The UK Government funded programme, Climate Finance Accelerator, CFA, Nigeria, on Thursday called for proposals to mobilise finance for responding to urgent climate crisis in the country.
The British Deputy High Commission’s Office in Lagos said this in a statement.
The commission said that CFA Nigeria was a climate finance country platform designed to directly respond to the urgency and scale of the climate crisis in Nigeria by mobilising finance for the country’s transition to a resilient, low-carbon economy.
It said that crowding in private finance at scale was essential to implementing Nigeria’s ambitious climate commitments articulated through energy transition plan and nationally determined contribution.
The British Deputy High Commissioner in Lagos, Ben Llewellyn-Jones, said: ”I am delighted that the Climate Finance Accelerator Nigeria is now open for applications from low-carbon projects.”
He said that the private sector had the potential to play a large part in helping to meet Nigeria’s climate change commitments and was excited to see what innovative projects apply.
“The CFA has already seen great success globally and also in Nigeria. It is fantastic that Nigerian projects will continue to receive bespoke support from technical and financial experts to help increase their chances of securing investment.
“The CFA builds on the UK’s climate leadership, as host of COP26 in Glasgow and is part of our commitment to supporting Nigeria’s transition to a prosperous low carbon future,” Llewellyn-Jones said.
He said that as a catalytic public-private initiative, CFA Nigeria offers substantial value to project developers, financial institutions and the Federal Government of Nigeria.
Llewellyn-Jones said it would create a common ground for project developers and financial institutions to deploy blended finance, de-risk and fund low-carbon, as well as resilient opportunities.
He explained that the CFA acts to improve the bankability of projects and public-private partnerships and also connects projects with financial institutions.
Llewellyn-Jones said the platform identified policy, regulatory and fiscal interventions to enable greater flows of finance, builds understanding and awareness of the climate finance supply chain between businesses and the government.

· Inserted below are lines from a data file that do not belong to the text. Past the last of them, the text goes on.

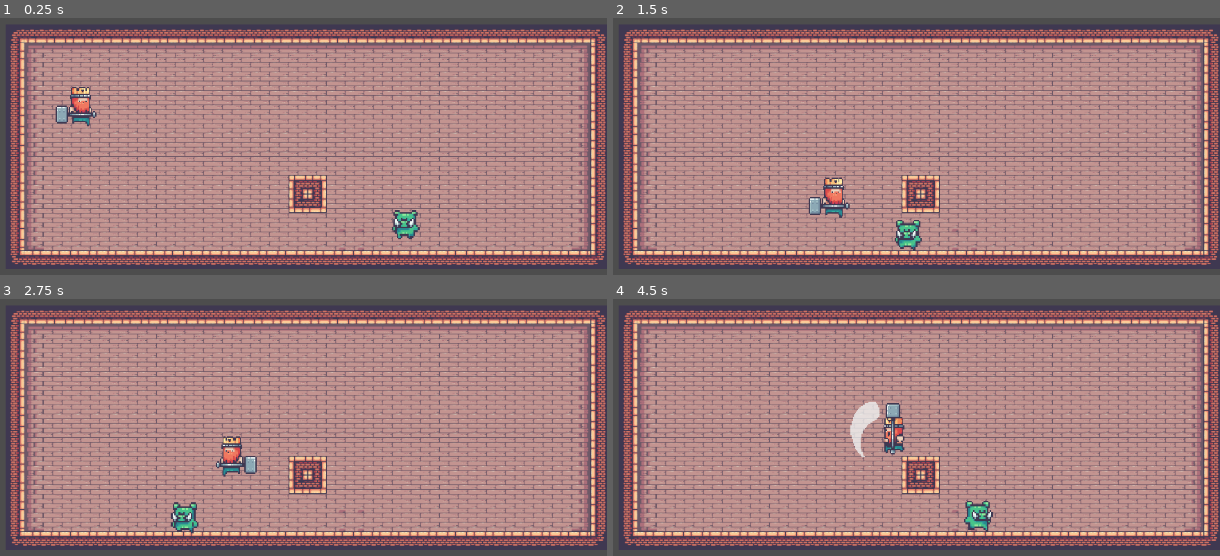
Above: before the commit, frames 1-4 (two rows, left to right).
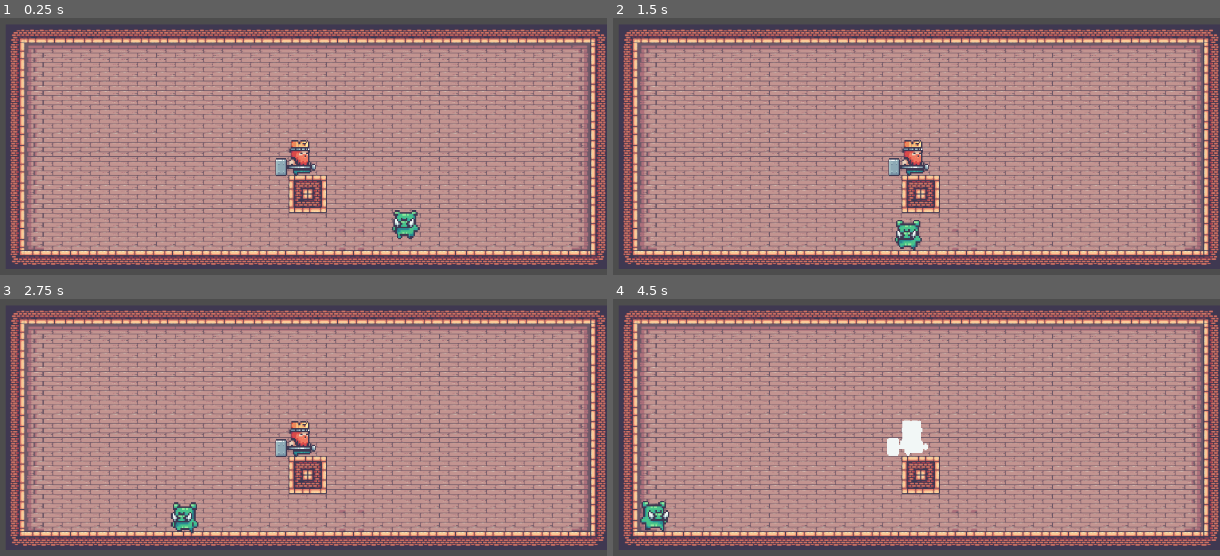
Above: after the commit, the same moments.

Repository: damianwil/Primer_Proyecto
Game: Godot game, scene res://main.tscn
Two runs of this game, one before a commit and one after it. Both use one fixed random seed, a clock stepped at 60 frames per second and the inputs below.
Inputs:
- Up to frame 1 (0.25 s): no input
- Up to frame 2 (1.5 s): hold D (right) from 0.53 s (still down); tap Z (attack) at 0.6, 1.35 s; tap Space (jump) at 0.77 s
- Up to frame 3 (2.75 s): tap Space (jump) at 1.52 s; release D (right) at 2.03 s; hold A (left) from 2.03 s (still down); tap Z (attack) at 2.1 s
- Up to frame 4 (4.5 s): release A (left) at 2.78 s; hold D (right) 2.78-4.28 s; tap Z (attack) at 2.85, 3.6, 4.35 s; tap Space (jump) at 3.02, 3.77 s; hold A (left) from 4.28 s (still down)

The runs differ from the first frame. In frame 1, 1.2% of the frame differs, in the area x 9-53%, y 26-62%; in frame 2, 1.2%; in frame 3, 1.2%; in frame 4, 2.4%, in the area x 4-63%, y 40-91%.

Commit message:
more changes

Diff:
--- a/CharacterBody2D.gd
+++ b/CharacterBody2D.gd
@@ -8,13 +8,15 @@
 
 var cont_jump:int=0
 var max_jump:int=2
+var hitplayer = false
 
 func _ready():
+	hit()
 	$Area2D/CollisionShape2D.disabled = true
 
 func _physics_process(delta):
 	velocity.y += gravity*delta
-	if !attack:
+	if !hitplayer:
 		if Input.is_action_pressed("right"):
 			$CollisionShape2D.position.x = -40.5
 			$Area2D.position.x = 96
@@ -42,16 +44,21 @@
 			if Input.is_action_just_released("jump"):
 				velocity.y += 1800*delta
 
-		if Input.is_action_just_pressed("attack") and is_on_floor():
-			attack = true
 		move_and_slide()
-	else:
+
+
+		animaciones()
+
+
+func _input(event):
+	if Input.is_action_just_pressed("attack") and !hitplayer:
+		set_physics_process(false)
 		sprite2d.play("attack")
 		$Area2D/CollisionShape2D.disabled = false
 		await (sprite2d.animation_finished)
 		$Area2D/CollisionShape2D.disabled = true
-		attack = false
-	animaciones()
+		set_physics_process(true)
+
 
 func animaciones():
 	if is_on_floor():
@@ -66,6 +73,21 @@
 		else:
 			sprite2d.play("fall")
 
+func hit():
+	hitplayer = true
+	velocity = Vector2.ZERO
+
+	if !sprite2d.flip_h:
+		velocity = Vector2(-100,-200)
+
+	else:
+		velocity = Vector2(100,-200)
+
+
+	sprite2d.play("hit")
+	await sprite2d.animation_finished
+	velocity = Vector2.ZERO
+	hitplayer = false
 
 func _on_area_2d_body_entered(body):
 	if body.is_in_group("Enemy"):
--- a/main.tscn
+++ b/main.tscn
@@ -724,7 +724,7 @@
 
 [node name="Player" type="CharacterBody2D" parent="." groups=["Player"]]
 texture_filter = 1
-position = Vector2(232, 249)
+position = Vector2(606, 364)
 slide_on_ceiling = false
 script = ExtResource("2_lxvtv")
 
@@ -732,7 +732,7 @@
 position = Vector2(-27.5, 26)
 scale = Vector2(1.85897, 2.34483)
 sprite_frames = SubResource("SpriteFrames_4o31k")
-animation = &"attack"
+animation = &"hit"
 autoplay = "idle"
 metadata/_edit_group_ = true

He said that in 2021 and 2022, CFA Nigeria amassed a pipeline worth 445 million dollars and worked directly with innovative projects to engage Nigerian and global financiers.
“This year, CFA Nigeria intends to expand its pipeline with two further calls for proposals.
“It has engaged extensively with Nigerian financial institutions and members of the Glasgow Finance Alliance for Net Zero, Citibank and Standard Chartered to identify avenues by which finance can be made available to viable proponents,” he said.
Llewellyn-Jones said the projects were expected to be selected from the country’s priority sectors according to Nigeria’s nationally determined contribution.
Dr Uzo Egbuche, Team Leader of CFA Nigeria, said: “CFA Nigeria is recognised as a country platform capable of deploying blended finance and leveraging private finance at scale.
He said they were proud to have established themselves as an independent legal entity in 2022 by serving their core clients of financiers, developers and of course the federal government.
“We invite all developers in the climate economy seeking finance to join the pipeline as we begin this next chapter in 2023,” Egbuche said.
He said that asides Nigeria, the CFA programme was also operational in Colombia, Egypt, Vietnam, Mexico, Pakistan, Peru, South Africa and Turkiye and was being delivered by PwC and Ricardo Energy and Environment.
Egbuche said it is funded by the UK Government’s Department of Business, Energy and Industrial Strategy (BEIS) and was implemented in Nigeria with Adam Smith International as the in-country partner.